Prólogo



 


Prólogo


Toca, Agosto, 1997


Uma semana já havia passado desde o casamento de Gui e Fleur, e, ainda assim, o tempo não parecia ter sido suficiente para apagar os vestígios internos e externos do que havia acontecido naquela noite, nos jardins da Toca. Gina ainda se lembrava exatamente do momento em que o patrono de Kingsley Shacklebolt anunciara a morte de Rufo Scrimgeour e o perigo que esta informação trazia consigo.

Comensais chegando, os gritos de terror, a pressa das pessoas em sair logo dali, a correria... Nem chegara a ver o momento em que Harry, Rony e Hermione haviam desaparecido, isso atormentava a todos, e particularmente a ela. Soube logo, com a dor extrema de uma maldição imperdoável - que um comensal usara sobre ela para extrair alguma informação a respeito de Harry - o que significava ser próxima ao Menino-que-Sobreviveu, o que isso causaria a si e a sua família.

Desde então quase não via seu pai, Fred ou Jorge em casa. A maior parte do tempo era só ela e sua mãe, compartilhando silenciosamente uma aflição corrosiva. Porém, Gina tentava se manter calma, pois sua família não precisava ouvir suas queixas e medos. Não queria piorar as coisas, ainda mais naquele momento.

Durante os poucos dias que se seguiram antes do retorno à Hogwarts - algo que ela não mais ansiava, como nos anos anteriores –, fez o possível para manter-se ocupada.

Quando não ajudava a mãe nos afazeres domésticos, começava a procurar livros pela casa que falassem sobre artes das trevas, especialmente sobre uma recente descoberta ligada ao assunto.

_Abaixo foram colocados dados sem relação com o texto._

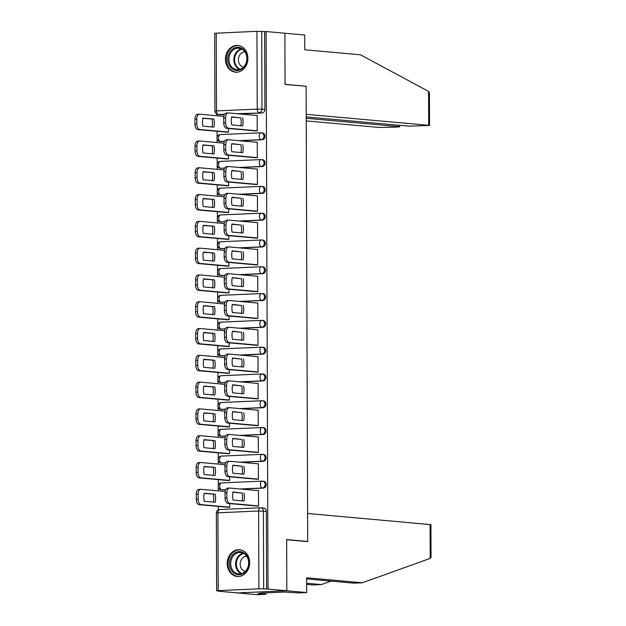 <?xml version="1.0" encoding="UTF-8"?>
<svg xmlns="http://www.w3.org/2000/svg" width="626" height="626" viewBox="0 0 626 626"><rect width="100%" height="100%" fill="white"/><g stroke="black" fill="none" stroke-linecap="round" stroke-linejoin="round"><path stroke-width="0.94" d="M239.758 140.748L262.145 139.77A3.443 2.872 -84.9 0 0 265.009 136.21A3.443 2.872 -84.9 0 0 262.443 132.908L261.402 132.814A3.443 2.872 95.1 0 1 263.969 136.116A3.443 2.872 95.1 0 1 261.105 139.676L238.717 140.654M239.852 167.541L262.239 166.563A3.443 2.872 -84.9 0 0 265.103 163.003A3.443 2.872 -84.9 0 0 262.537 159.7L261.496 159.607A3.443 2.872 95.1 0 1 264.062 162.909A3.443 2.872 95.1 0 1 261.199 166.469L238.811 167.447M239.946 194.334L262.333 193.356A3.443 2.872 -84.9 0 0 265.197 189.795A3.443 2.872 -84.9 0 0 262.63 186.493L261.59 186.399A3.443 2.872 95.1 0 1 264.156 189.701A3.443 2.872 95.1 0 1 261.292 193.262L238.905 194.24M240.04 221.127L262.427 220.149A3.443 2.872 -84.9 0 0 265.291 216.588A3.443 2.872 -84.9 0 0 262.724 213.286L261.684 213.192A3.443 2.872 95.1 0 1 264.25 216.494A3.443 2.872 95.1 0 1 261.386 220.055L238.999 221.041M240.134 247.927L262.521 246.949A3.443 2.872 -84.9 0 0 265.385 243.389A3.443 2.872 -84.9 0 0 262.81 240.087L261.778 239.993A3.443 2.872 95.1 0 1 264.344 243.295A3.443 2.872 95.1 0 1 261.48 246.855L239.093 247.833M240.227 274.72L262.615 273.742A3.443 2.872 -84.9 0 0 265.479 270.182A3.443 2.872 -84.9 0 0 262.904 266.879L261.871 266.786A3.443 2.872 95.1 0 1 264.438 270.088A3.443 2.872 95.1 0 1 261.574 273.648L239.187 274.626M240.321 301.513L262.709 300.535A3.443 2.872 -84.9 0 0 265.573 296.974A3.443 2.872 -84.9 0 0 262.998 293.672L261.965 293.578A3.443 2.872 95.1 0 1 264.532 296.88A3.443 2.872 95.1 0 1 261.668 300.441L239.281 301.419M240.415 328.306L262.803 327.328A3.443 2.872 -84.9 0 0 265.667 323.767A3.443 2.872 -84.9 0 0 263.092 320.465L262.059 320.371A3.443 2.872 95.1 0 1 264.626 323.673A3.443 2.872 95.1 0 1 261.762 327.234L239.375 328.212M240.501 355.099L262.889 354.12A3.443 2.872 -84.9 0 0 265.76 350.56A3.443 2.872 -84.9 0 0 263.186 347.258L262.153 347.164A3.443 2.872 95.1 0 1 264.72 350.466A3.443 2.872 95.1 0 1 261.856 354.026L239.468 355.005M240.595 381.899L262.983 380.921A3.443 2.872 -84.9 0 0 265.854 377.361A3.443 2.872 -84.9 0 0 263.28 374.058L262.247 373.965A3.443 2.872 95.1 0 1 264.814 377.267A3.443 2.872 95.1 0 1 261.95 380.827L239.562 381.805M240.689 408.692L263.077 407.714A3.443 2.872 -84.9 0 0 265.948 404.153A3.443 2.872 -84.9 0 0 263.374 400.851L262.333 400.757A3.443 2.872 95.1 0 1 264.908 404.06A3.443 2.872 95.1 0 1 262.044 407.62L239.656 408.598M240.783 435.485L263.17 434.507A3.443 2.872 -84.9 0 0 266.034 430.946A3.443 2.872 -84.9 0 0 263.468 427.644L262.427 427.55A3.443 2.872 95.1 0 1 265.001 430.852A3.443 2.872 95.1 0 1 262.137 434.413L239.75 435.391M240.877 462.278L263.264 461.299A3.443 2.872 -84.9 0 0 266.128 457.739A3.443 2.872 -84.9 0 0 263.562 454.437L262.521 454.343A3.443 2.872 95.1 0 1 265.095 457.645A3.443 2.872 95.1 0 1 262.231 461.205L239.844 462.184M240.971 489.07L263.358 488.092A3.443 2.872 -84.9 0 0 266.222 484.532A3.443 2.872 -84.9 0 0 263.656 481.23L262.615 481.136A3.443 2.872 95.1 0 1 265.189 484.438A3.443 2.872 95.1 0 1 262.317 487.998L239.938 488.976M227.23 563.588A13.42 11.198 -84.9 0 0 237.246 576.46A13.42 11.198 -84.9 0 0 249.672 562.602A13.42 11.198 -84.9 0 0 239.648 549.73A13.42 11.198 -84.9 0 0 227.23 563.588M225.47 59.306A13.42 11.198 -84.9 0 0 235.486 72.178A13.42 11.198 -84.9 0 0 247.912 58.32A13.42 11.198 -84.9 0 0 237.888 45.44A13.42 11.198 -84.9 0 0 225.47 59.306M217.019 114.206L217.026 115.763M217.081 131.296L217.105 136.984M217.105 139.082L217.12 142.556M217.175 158.096L217.191 163.777M217.199 165.874L217.214 169.349M217.269 184.889L217.285 190.57M217.292 192.667L217.308 196.141M217.363 211.682L217.379 217.363M217.386 219.46L217.402 222.942M217.457 238.475L217.472 244.156M217.48 246.261L217.496 249.735M217.551 265.267L217.566 270.956M217.574 273.053L217.59 276.528M217.645 292.06L217.66 297.749M217.668 299.846L217.684 303.32M217.738 318.861L217.754 324.542M217.762 326.639L217.778 330.113M217.832 345.654L217.848 351.335M217.856 353.432L217.871 356.914M217.926 372.447L217.942 378.127M217.95 380.232L217.965 383.707M218.02 399.239L218.036 404.928M218.044 407.025L218.059 410.5M218.106 426.032L218.13 431.721M218.138 433.818L218.145 437.292M218.2 452.833L218.224 458.514M218.231 460.611L218.239 464.085M218.294 479.626L218.317 485.307M218.325 487.404L218.333 490.886M218.388 506.418L218.404 509.83M218.685 591.038L216.635 590.788L218.184 590.608L258.898 588.831L258.624 511.019L217.911 512.804L218.184 590.608M306.216 116.921L409.13 126.17L429.538 125.49L428.693 125.317L428.575 91.412L360.474 54.798L304.76 49.79L304.705 35.017L284.877 33.233L285.057 84.416L306.114 86.31L307.702 541.467L286.645 539.581L286.818 590.764L237.481 592.916L218.685 591.226M216.236 33.076L216.51 110.888L214.961 111.068L214.687 33.264L256.95 31.3L264.642 31.605L264.915 109.417A3.443 2.872 95.1 0 1 262.051 112.977L239.664 113.955M224.398 114.621L218.411 114.488A3.443 2.872 95.1 0 1 218.091 114.48L221.017 114.746A3.443 2.872 -84.9 0 0 221.338 114.754M304.823 86.192L285.057 84.244L284.877 33.233L266.081 31.543L268.03 589.074L286.818 590.764L237.481 592.916L257.309 594.7L265.8 594.332L265.792 592.892M264.642 31.605L266.081 31.543M266.59 589.136L266.316 511.325L258.624 511.019A3.443 1.886 -92.5 0 1 260.361 507.756A3.443 1.886 -92.5 0 1 260.502 507.756A3.443 2.872 95.1 0 1 260.823 507.764A3.443 2.872 95.1 0 1 263.389 511.066L263.663 588.87L268.03 589.074M263.663 588.87L258.898 588.831M256.37 505.988L258.53 506.004L258.475 490.541L257.693 490.573M227.504 480.455L229.664 480.463L229.656 476.801M256.277 479.195L258.436 479.203L258.381 463.749L257.599 463.78M227.418 453.654L229.57 453.67L229.562 450.008M256.183 452.402L258.342 452.41L258.288 436.956L257.505 436.987M227.324 426.862L229.476 426.877L229.468 423.215M256.089 425.61L258.248 425.617L258.194 410.155L257.411 410.194M227.23 400.069L229.382 400.077L229.374 396.422M255.995 398.809L258.155 398.825L258.1 383.362L257.317 383.402M227.136 373.276L229.288 373.284L229.28 369.622M255.901 372.016L258.061 372.032L258.006 356.57L257.223 356.601M227.042 346.483L229.202 346.491L229.186 342.829M255.815 345.223L257.967 345.231L257.912 329.777L257.13 329.808M226.948 319.683L229.108 319.698L229.093 316.036M255.721 318.431L257.873 318.438L257.826 302.984L257.036 303.015M226.855 292.89L229.014 292.905L228.999 289.243M255.627 291.638L257.779 291.646L257.732 276.183L256.942 276.222M226.761 266.097L228.92 266.105L228.905 262.45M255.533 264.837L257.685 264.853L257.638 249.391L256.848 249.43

Nunca se sentira feliz ao ser privada das discussões do Trio em relação à misteriosa missão que estavam começando, e, devido a isso, usara várias vezes de sua persuasão para tirar algo de Hermione, o que – ela logo descobrira - não dava resultado. Então, já sem alternativa e tentando sair do ‘escuro’, teve de aplicar um dos seus artifícios, que quando pequena aprendera com Fred e Jorge: ouvir atrás das portas.

Dias antes do casamento notara que o Trio estava fazendo de tudo para poder conversar sem ninguém por perto, o que sua mãe tentava evitar de todas as formas possíveis, e Gina não ousava recriminar-la. Porém, não adiantou tanto esforço, os três acabaram dando um jeito de manobrar as coisas, não sem uma ajudinha da ruiva.

Algum tempo antes do casamento, logo após do jantar, Molly tornou a distribuir tarefas para os três, e, claro, separadamente. Rony deveria arrumar o quarto que dividia com Harry; este por sua vez fora dispensado de ajudar o Sr. Weasley, graças ao próprio patriarca, e Hermione e Gina teriam de arrumar o quarto para a chegada dos Delacour. Contudo, a matrona havia se esquecido que as duas já o tinham feito no dia anterior. Os três estavam livres para se reunirem no quarto de Rony, exceto se Gina interviesse, o que ela não fez ao notar o olhar de súplica da amiga, mas deu um jeito para que sua ajuda fosse paga.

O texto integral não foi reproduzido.